Он подумал, что, действительно, глаза мёртвые, как у глубоких стариков. Глаза на грани отчаяния. С таким глазами долго не живут. Однако мало ли сейчас таких бедолаг?
— Достаточно? — словно отнекиваясь, пробормотал Пророк.
— Это ещё не повод цацкаться с ними, — возразил Цветаев.
— Согласен, не повод, — покривился Пророк на дотошного Цветаева. — Ладно расскажу. Попрыгали они на майдане, сбегали на войну, попали в котёл, потом — в плен к «нашим», стали добровольцами, а когда вернулись, то обнаружили, здесь у них родителей убили, сестру насиловали неделю, потом отдали майдану. Так и не нашли. Говорят, сошла с ума. Они поймали сотника, которому приглянулась их квартира, неделю совали черенок лопаты ему в задницу, а потом кастрировали, стали точно так же убивать всех тех майданутых, которые расправились с их роднёй. Действовали примерно, как ты, ночью, но потом их вычислили, пришлось прятаться. В результате оказались у нас.
— Старик, ты хочешь, чтобы я заплакал от жалости?
— Я ничего не хочу, — устало ответил Пророк. — Я хочу дело делать.
Несомненно, он взывал к здравому смыслу Цветаева.
— А ты что, знал о них? — уточнил Цветаев и, как всегда, лихорадочно подумал, что плохо понимает природу некоторых вещей, которые нельзя увидеть или потрогать. Плохим он был теоретиком, не годящимся для штабной работы.
— Конечно, — опять снисходительно ухмыльнулся Пророк. — Мне сообщили.
— Кто?
— «Наши».
— Ага, — крякнул от удивления Цветаев, — и сел наконец рядом с Пророком на ржавую, скрипучую кровать.
C гнилых матрасов поднялась пыль, Цветаев чихнул. Жизнь представилась ему сложнейшей штукой, в которой всё перемешалось, как миксере. Цветаев подумал, что устал, так устал, что после этой рукоблудной войны будет валяться три месяца кряду и то не отдохнёт.
— Жека, лишнего тебе знать не положено, голова опухнет, — воспрянул духом Пророк. — Одно добавлю, поверь, братья не подведут. Терять им нечего, врагов у них здесь, как у Гитлера в сорок пятом, родни нет, одни грехи перед кривой родиной. Живут здесь, не поверишь, на одной православной вере и надежде отомстить, воды нет, тепла нет, за могилкой отшельника ухаживают. Им хуже, чем нам! — Толерантности его не было предела. У Цветаева открылись глаза — Пророк сошёл с ума и нёс чушь.
— Ты их ещё пожалей! Я сейчас слезу пущу! — напомнил Цветаев, чтобы Пророк очнулся: это же не игры в песочнице — это война.
— У нас хоть новая родина и идея есть, а у них ничего нет. Одни призрачные надежды непонятно на что.
— Нет, не так! — упрямо сказал Цветаев. — Не знаю, как для них, а для нас уже ничего больше не будет, как было прежде.

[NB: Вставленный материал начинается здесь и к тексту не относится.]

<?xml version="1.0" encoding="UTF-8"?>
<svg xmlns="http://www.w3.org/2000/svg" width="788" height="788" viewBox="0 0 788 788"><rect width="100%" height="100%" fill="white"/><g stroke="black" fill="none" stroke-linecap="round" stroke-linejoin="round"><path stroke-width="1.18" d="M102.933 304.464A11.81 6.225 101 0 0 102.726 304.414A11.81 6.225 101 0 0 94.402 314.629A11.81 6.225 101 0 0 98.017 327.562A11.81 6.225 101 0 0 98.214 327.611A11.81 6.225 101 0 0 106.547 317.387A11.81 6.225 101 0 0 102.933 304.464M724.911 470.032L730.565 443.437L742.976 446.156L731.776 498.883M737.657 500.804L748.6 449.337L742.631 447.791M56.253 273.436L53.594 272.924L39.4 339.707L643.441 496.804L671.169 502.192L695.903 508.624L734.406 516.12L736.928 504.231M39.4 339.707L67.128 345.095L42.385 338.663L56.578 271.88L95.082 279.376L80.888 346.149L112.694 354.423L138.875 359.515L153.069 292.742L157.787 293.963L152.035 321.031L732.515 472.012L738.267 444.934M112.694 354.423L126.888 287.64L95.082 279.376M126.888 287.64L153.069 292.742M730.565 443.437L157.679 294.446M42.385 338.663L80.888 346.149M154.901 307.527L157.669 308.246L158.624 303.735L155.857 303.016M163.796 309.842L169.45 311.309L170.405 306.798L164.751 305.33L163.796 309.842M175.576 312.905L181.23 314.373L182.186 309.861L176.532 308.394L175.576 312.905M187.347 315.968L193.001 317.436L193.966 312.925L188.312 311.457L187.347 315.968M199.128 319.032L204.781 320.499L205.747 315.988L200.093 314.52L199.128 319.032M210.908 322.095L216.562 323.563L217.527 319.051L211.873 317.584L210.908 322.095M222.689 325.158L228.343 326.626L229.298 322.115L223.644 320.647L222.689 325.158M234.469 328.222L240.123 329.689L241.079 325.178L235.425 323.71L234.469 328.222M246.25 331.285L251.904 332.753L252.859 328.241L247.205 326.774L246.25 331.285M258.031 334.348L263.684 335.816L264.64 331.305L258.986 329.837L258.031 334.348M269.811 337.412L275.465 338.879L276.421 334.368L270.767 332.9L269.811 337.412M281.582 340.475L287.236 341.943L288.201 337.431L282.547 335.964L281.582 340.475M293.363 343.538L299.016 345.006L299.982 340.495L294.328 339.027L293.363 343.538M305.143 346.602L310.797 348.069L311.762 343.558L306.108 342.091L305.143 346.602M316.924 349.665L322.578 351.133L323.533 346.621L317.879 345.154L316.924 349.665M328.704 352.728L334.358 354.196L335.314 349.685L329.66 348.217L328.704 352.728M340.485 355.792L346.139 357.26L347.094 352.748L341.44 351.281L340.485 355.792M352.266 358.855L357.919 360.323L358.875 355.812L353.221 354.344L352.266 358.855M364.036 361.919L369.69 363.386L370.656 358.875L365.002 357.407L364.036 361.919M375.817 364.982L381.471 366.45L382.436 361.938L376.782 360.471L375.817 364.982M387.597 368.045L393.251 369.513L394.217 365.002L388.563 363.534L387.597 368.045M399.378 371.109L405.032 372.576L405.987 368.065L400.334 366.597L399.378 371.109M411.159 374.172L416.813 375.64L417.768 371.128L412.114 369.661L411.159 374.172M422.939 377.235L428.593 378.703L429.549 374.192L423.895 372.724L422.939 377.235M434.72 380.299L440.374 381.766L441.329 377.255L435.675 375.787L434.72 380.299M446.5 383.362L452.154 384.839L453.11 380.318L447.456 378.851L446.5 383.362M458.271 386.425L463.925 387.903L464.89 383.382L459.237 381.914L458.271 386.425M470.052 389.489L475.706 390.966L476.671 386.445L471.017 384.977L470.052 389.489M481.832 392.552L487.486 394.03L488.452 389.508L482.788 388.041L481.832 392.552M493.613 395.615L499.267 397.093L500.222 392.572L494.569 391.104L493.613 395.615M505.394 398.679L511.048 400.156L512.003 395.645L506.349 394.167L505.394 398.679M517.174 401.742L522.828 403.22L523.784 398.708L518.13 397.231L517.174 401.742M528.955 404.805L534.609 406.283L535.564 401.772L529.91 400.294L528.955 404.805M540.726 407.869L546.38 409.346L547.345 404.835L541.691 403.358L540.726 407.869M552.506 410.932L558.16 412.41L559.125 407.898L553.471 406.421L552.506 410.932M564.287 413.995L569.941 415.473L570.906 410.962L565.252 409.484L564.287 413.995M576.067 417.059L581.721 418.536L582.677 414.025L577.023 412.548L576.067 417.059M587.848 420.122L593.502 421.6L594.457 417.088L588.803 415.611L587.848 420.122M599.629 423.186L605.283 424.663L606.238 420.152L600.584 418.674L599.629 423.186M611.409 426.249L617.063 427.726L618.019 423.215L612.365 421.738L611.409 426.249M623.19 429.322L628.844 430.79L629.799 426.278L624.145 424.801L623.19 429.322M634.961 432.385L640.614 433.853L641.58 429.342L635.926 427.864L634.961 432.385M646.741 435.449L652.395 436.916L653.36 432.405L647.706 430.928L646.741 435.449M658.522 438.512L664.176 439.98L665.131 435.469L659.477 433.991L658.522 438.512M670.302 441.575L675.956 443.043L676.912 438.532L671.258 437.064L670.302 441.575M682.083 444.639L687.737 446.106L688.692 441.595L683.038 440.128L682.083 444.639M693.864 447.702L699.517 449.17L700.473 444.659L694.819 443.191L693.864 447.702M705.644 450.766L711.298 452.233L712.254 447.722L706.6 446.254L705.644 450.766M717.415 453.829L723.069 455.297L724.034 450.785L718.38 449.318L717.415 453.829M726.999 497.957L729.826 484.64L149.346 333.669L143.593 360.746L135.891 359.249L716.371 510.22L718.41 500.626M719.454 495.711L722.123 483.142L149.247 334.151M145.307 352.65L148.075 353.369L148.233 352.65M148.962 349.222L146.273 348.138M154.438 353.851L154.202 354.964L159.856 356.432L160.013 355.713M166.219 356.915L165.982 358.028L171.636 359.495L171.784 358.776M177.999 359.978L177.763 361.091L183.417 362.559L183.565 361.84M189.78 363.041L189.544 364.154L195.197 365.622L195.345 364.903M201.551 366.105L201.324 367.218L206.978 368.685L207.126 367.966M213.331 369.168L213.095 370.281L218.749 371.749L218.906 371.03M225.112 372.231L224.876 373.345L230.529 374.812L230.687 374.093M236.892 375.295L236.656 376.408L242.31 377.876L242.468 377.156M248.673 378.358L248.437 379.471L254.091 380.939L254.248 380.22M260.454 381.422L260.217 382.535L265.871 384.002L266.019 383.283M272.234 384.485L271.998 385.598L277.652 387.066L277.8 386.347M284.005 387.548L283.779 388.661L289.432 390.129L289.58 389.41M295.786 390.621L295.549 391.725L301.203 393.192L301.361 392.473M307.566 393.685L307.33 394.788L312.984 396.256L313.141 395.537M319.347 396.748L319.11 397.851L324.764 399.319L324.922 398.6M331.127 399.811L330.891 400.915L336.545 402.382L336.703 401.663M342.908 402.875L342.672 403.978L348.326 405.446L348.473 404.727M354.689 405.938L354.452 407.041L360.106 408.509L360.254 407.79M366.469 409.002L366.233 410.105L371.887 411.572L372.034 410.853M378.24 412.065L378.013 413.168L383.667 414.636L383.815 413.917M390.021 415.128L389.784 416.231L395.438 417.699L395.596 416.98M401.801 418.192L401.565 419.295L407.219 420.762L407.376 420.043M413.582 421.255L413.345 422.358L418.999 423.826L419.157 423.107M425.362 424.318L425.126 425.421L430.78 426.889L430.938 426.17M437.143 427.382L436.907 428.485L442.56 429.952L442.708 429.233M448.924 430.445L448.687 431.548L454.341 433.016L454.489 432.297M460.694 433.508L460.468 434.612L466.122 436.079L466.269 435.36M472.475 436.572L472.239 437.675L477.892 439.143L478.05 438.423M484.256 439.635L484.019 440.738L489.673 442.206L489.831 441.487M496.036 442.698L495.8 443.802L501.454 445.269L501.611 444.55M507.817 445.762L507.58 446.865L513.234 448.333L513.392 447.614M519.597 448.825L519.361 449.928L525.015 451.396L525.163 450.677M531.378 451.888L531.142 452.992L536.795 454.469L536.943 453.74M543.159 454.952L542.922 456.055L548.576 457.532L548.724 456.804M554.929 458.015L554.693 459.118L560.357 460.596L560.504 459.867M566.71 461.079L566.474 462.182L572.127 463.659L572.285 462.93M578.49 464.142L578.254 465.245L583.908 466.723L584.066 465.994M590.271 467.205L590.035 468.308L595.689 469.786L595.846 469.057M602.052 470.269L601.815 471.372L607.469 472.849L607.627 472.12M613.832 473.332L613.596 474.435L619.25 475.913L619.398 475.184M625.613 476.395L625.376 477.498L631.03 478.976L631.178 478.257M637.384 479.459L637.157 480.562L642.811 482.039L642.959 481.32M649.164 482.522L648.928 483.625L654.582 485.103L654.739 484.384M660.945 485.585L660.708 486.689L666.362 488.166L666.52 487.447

— А у них тоже ничего не будет.
— Почему? — озадачился Цветаев.
— Родом они из Львова. Чей теперь Львов? — Пророк хитро прищурился, мол, не такой уж я сумасшедший.
— Чей? — добродушно спросил Цветаев, не ощущая подвоха.
— Польский, — назидательно сказал Пророк. — Польский!
— Не может быть! — удивился Цветаев.
— Я тебе говорю. Решили отдать по этой самой реституции.
— Отдадут город? — удивился Цветаев.
— Вместе с областью! Глупость, она знаешь, куда заводит?
— Знаю, — быстро согласился Цветаев, ибо по глупости сам однажды попадал в безвыходное положение, когда сидел на жёрдочке в выгребной яме, благо, никому из бандерлогов не пришло в голову бросить в туалет гранату. — Они сами этого захотели!
— Ну раз знаешь, то за дело!
— Старик, — не без труда согласился Цветаев. — А тебе плевать по большому счёту?
— Плевать! — сознался Пророк.
Взгляд у него стал непререкаемым.
— Ладно, старик, ты решил, я исполнил, — сказал Цветаев, помолчал. — Надо пожарную машину угнать.
— Надо, так надо. Вот и посмотришь их в деле.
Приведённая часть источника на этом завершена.